Que
un tipo que dice que las mujeres deben ganar menos porque son más
pequeñas, más frágiles y menos inteligentes pueda sentarse en el
parlamento europeo sin que se produzca un terremoto a escala
universal no sólo es deprimente, sino un síntoma de que el avance
de la humanidad, más allá de la proliferación de juguetitos
electrónicos c0n que nos tienen a todos entretenidos, es cuando
menos dudoso. Indigna, asquea, desmoraliza. Ese homínido debería,
como poco, quedarse mudo para el resto de sus días y no poder
acercarse jamás a menos de quinientos metros de una sola mujer. Ni
la suya, si la tiene, merece ese castigo.
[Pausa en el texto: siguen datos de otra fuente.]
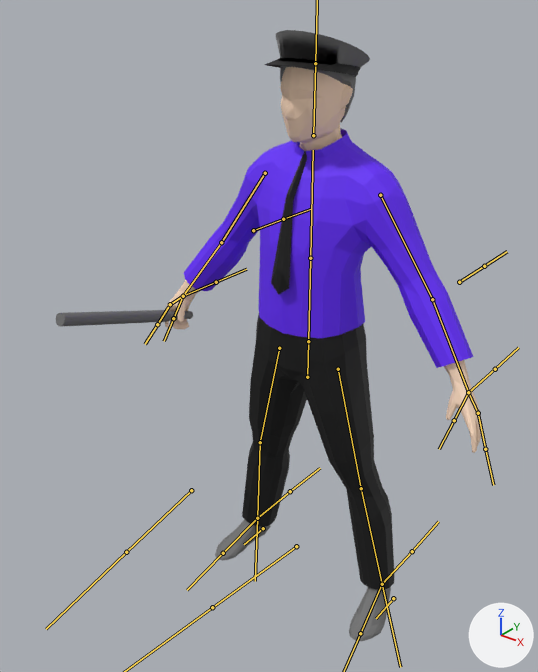
An edit to the FBX model Madhouse/Assets/Models/Guard_reduced.fbx, drawn before and after from the same camera.
The view is the same before and after, from a camera (50 mm lens) standing at (2.75, -3.89, 4.57) and looking at (-0.16, -0.25, 2.31). The lights are fixed; the arrows at lower right show +X, +Y and +Z. The bones that bend it are drawn over the model as lines.
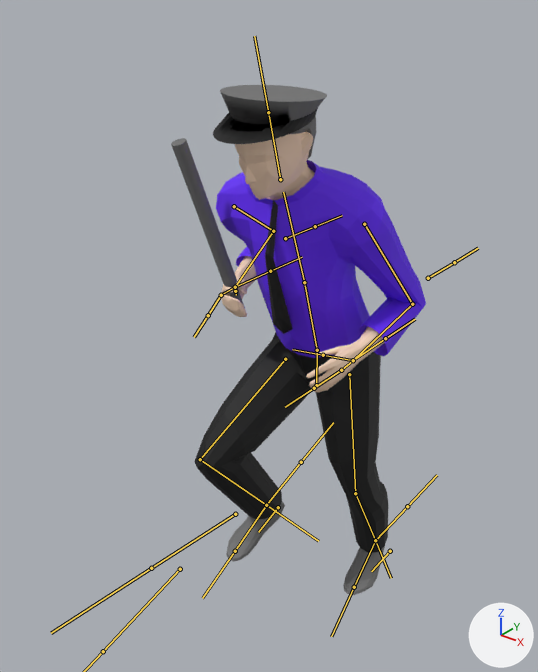
The newer file adds an action. The first version stands in its rest pose; the second is drawn at frame 37 of the action 'Armature|Run_Standing.001'.

Location of each change, [x1, y1, x2, y2] in pixels of the pictures (538 x 672 px):
'Cube', posed (40% narrower, 17% shorter)
    before: [56, 30, 482, 641]
    after: [171, 85, 426, 595]
bone 'Controller', root to tip
    before: (307, 377) to (308, 340)
    after: (316, 385) to (317, 349)
bone 'Hufte', root to tip
    before: (308, 341) to (310, 258)
    after: (317, 350) to (304, 282)
bone 'Oberkorper', root to tip
    before: (310, 258) to (313, 150)
    after: (304, 282) to (283, 192)
bone 'Kopf', root to tip
    before: (313, 135) to (315, 63)
    after: (280, 179) to (268, 112)
bone 'Oberarm.l', root to tip
    before: (380, 195) to (432, 299)
    after: (364, 224) to (412, 304)
bone 'Unterarm.l', root to tip
    before: (432, 299) to (468, 392)
    after: (412, 304) to (353, 360)
bone 'Oberarm.r.001', root to tip
    before: (265, 173) to (221, 242)
    after: (234, 206) to (273, 231)
bone 'Unterarm.r.001', root to tip
    before: (221, 242) to (183, 296)
    after: (273, 231) to (235, 287)
bone 'Oberschenkel.l', root to tip
    before: (338, 369) to (361, 488)
    after: (349, 374) to (355, 493)
bone 'Unterschenkel.l', root to tip
    before: (361, 488) to (382, 584)
    after: (355, 493) to (375, 540)
bone 'Oberschenkel.r.001', root to tip
    before: (279, 348) to (260, 442)
    after: (285, 359) to (200, 459)
bone 'Unterschenkel.r.001', root to tip
    before: (260, 442) to (257, 518)
    after: (200, 459) to (266, 505)
bone 'Bone', root to tip
    before: (393, 598) to (376, 618)
    after: (390, 551) to (371, 571)
bone 'Bone.001', root to tip
    before: (263, 528) to (244, 544)
    after: (278, 507) to (258, 532)

What changed in the scene script:
```text
Change bone_controller:
    where bone_controller = bpy.data.objects['Armature'].pose.bones['Controller']
    bone_controller.location: (0.0, 0.0, 0.0) -> (0.16, -0.21, 0.09)
    bone_controller.rotation_quaternion: (1.0, 0.0, 0.0, 0.0) -> (0.997, -0.01, 0.074, 0.0)  # degrees (0, 0, 0) -> degrees (-1, 9, 0)
Change bone_hufte:
    where bone_hufte = bpy.data.objects['Armature'].pose.bones['Hufte']  # child of 'Controller'
    bone_hufte.rotation_quaternion: (1.0, 0.0, 0.0, 0.0) -> (0.986, 0.002, 0.006, 0.169)  # degrees (0, 0, 0) -> degrees (0, 1, 19)
Change bone_oberkorper:
    where bone_oberkorper = bpy.data.objects['Armature'].pose.bones['Oberkorper']  # child of 'Hufte'
    bone_oberkorper.rotation_quaternion: (1.0, 0.0, 0.0, 0.0) -> (1.0, -0.005, -0.001, 0.021)  # degrees (0, 0, 0) -> degrees (-1, 0, 2)
Change bone_kopf:
    where bone_kopf = bpy.data.objects['Armature'].pose.bones['Kopf']  # child of 'Oberkorper'
    bone_kopf.rotation_quaternion: (1.0, 0.0, 0.0, 0.0) -> (0.996, 0.009, -0.081, -0.021)  # degrees (0, 0, 0) -> degrees (1, -9, -3)
Change bone_oberarm_l:
    where bone_oberarm_l = bpy.data.objects['Armature'].pose.bones['Oberarm.l']  # child of 'Oberkorper'
    bone_oberarm_l.rotation_quaternion: (1.0, 0.0, 0.0, 0.0) -> (0.978, -0.163, 0.125, 0.044)  # degrees (0, 0, 0) -> degrees (-19, 15, 3)
Change bone_unterarm_l:
    where bone_unterarm_l = bpy.data.objects['Armature'].pose.bones['Unterarm.l']  # child of 'Oberarm.l'
    bone_unterarm_l.rotation_quaternion: (1.0, 0.0, 0.0, 0.0) -> (0.68, -0.108, 0.0, -0.725)  # degrees (0, 0, 0) -> degrees (-9, -9, -93)
Change bone_oberarm_r_001:
    where bone_oberarm_r_001 = bpy.data.objects['Armature'].pose.bones['Oberarm.r.001']  # child of 'Oberkorper'
    bone_oberarm_r_001.rotation_quaternion: (1.0, 0.0, 0.0, 0.0) -> (0.915, -0.227, -0.068, -0.327)  # degrees (0, 0, 0) -> degrees (-23, -16, -36)
Change bone_unterarm_r_001:
    where bone_unterarm_r_001 = bpy.data.objects['Armature'].pose.bones['Unterarm.r.001']  # child of 'Oberarm.r.001'
    bone_unterarm_r_001.rotation_quaternion: (1.0, 0.0, 0.0, 0.0) -> (0.515, 0.154, 0.0, 0.843)  # degrees (0, 0, 0) -> degrees (9, -15, 116)
Change bone_oberschenkel_l:
    where bone_oberschenkel_l = bpy.data.objects['Armature'].pose.bones['Oberschenkel.l']  # child of 'Controller'
    bone_oberschenkel_l.rotation_quaternion: (1.0, 0.0, 0.0, 0.0) -> (0.968, -0.05, 0.238, -0.061)  # degrees (0, 0, 0) -> degrees (-8, 27, -9)
Change bone_unterschenkel_l:
    where bone_unterschenkel_l = bpy.data.objects['Armature'].pose.bones['Unterschenkel.l']  # child of 'Oberschenkel.l'
    bone_unterschenkel_l.rotation_quaternion: (1.0, 0.0, 0.0, 0.0) -> (0.971, -0.159, 0.0, 0.177)  # degrees (0, 0, 0) -> degrees (-18, 3, 20)
Change bone_oberschenkel_r_001:
    where bone_oberschenkel_r_001 = bpy.data.objects['Armature'].pose.bones['Oberschenkel.r.001']  # child of 'Controller'
    bone_oberschenkel_r_001.rotation_quaternion: (1.0, 0.0, 0.0, 0.0) -> (0.87, -0.08, 0.0, -0.487)  # degrees (0, 0, 0) -> degrees (-8, -5, -58)
Change bone_unterschenkel_r_001:
    where bone_unterschenkel_r_001 = bpy.data.objects['Armature'].pose.bones['Unterschenkel.r.001']  # child of 'Oberschenkel.r.001'
    bone_unterschenkel_r_001.rotation_quaternion: (1.0, 0.0, 0.0, 0.0) -> (0.69, 0.307, 0.001, 0.655)  # degrees (0, 0, 0) -> degrees (28, -24, 81)
Change bone_bone:
    where bone_bone = bpy.data.objects['Armature'].pose.bones['Bone']
    bone_bone.location: (0.0, 0.0, 0.0) -> (0.11, -1.02, -0.69)
    bone_bone.rotation_quaternion: (1.0, 0.0, 0.0, 0.0) -> (0.995, -0.038, 0.006, 0.09)  # degrees (0, 0, 0) -> degrees (-4, 1, 10)
Change bone_bone_001:
    where bone_bone_001 = bpy.data.objects['Armature'].pose.bones['Bone.001']
    bone_bone_001.location: (0.0, 0.0, 0.0) -> (1.53, 0.71, 0.97)
    bone_bone_001.rotation_quaternion: (1.0, 0.0, 0.0, 0.0) -> (0.985, -0.003, -0.002, 0.172)  # degrees (0, 0, 0) -> degrees (0, 0, 20)
```

Puede que sea fuerte
–aunque
habría que ver si soportaba las múltiples tareas que millones de
mujeres realizan cada día para descerebrados como él–,
pero su inteligencia es más que primitiva, carece de ella, no ha
llegado a desarrollarse. Desmoraliza, sobre todo, porque nos lleva a
meditar acerca de cuántos otros, en los gobiernos, en las empresas,
en las universidades, en las casas (¡qué horror!), piensan –y
actúan, eso es lo que produce pánico–
exactamente como él. Lo menos que uno querría es salirse de la
fila, cambiar de sexo, pertenecer a otra especie. Casi no haber
nacido.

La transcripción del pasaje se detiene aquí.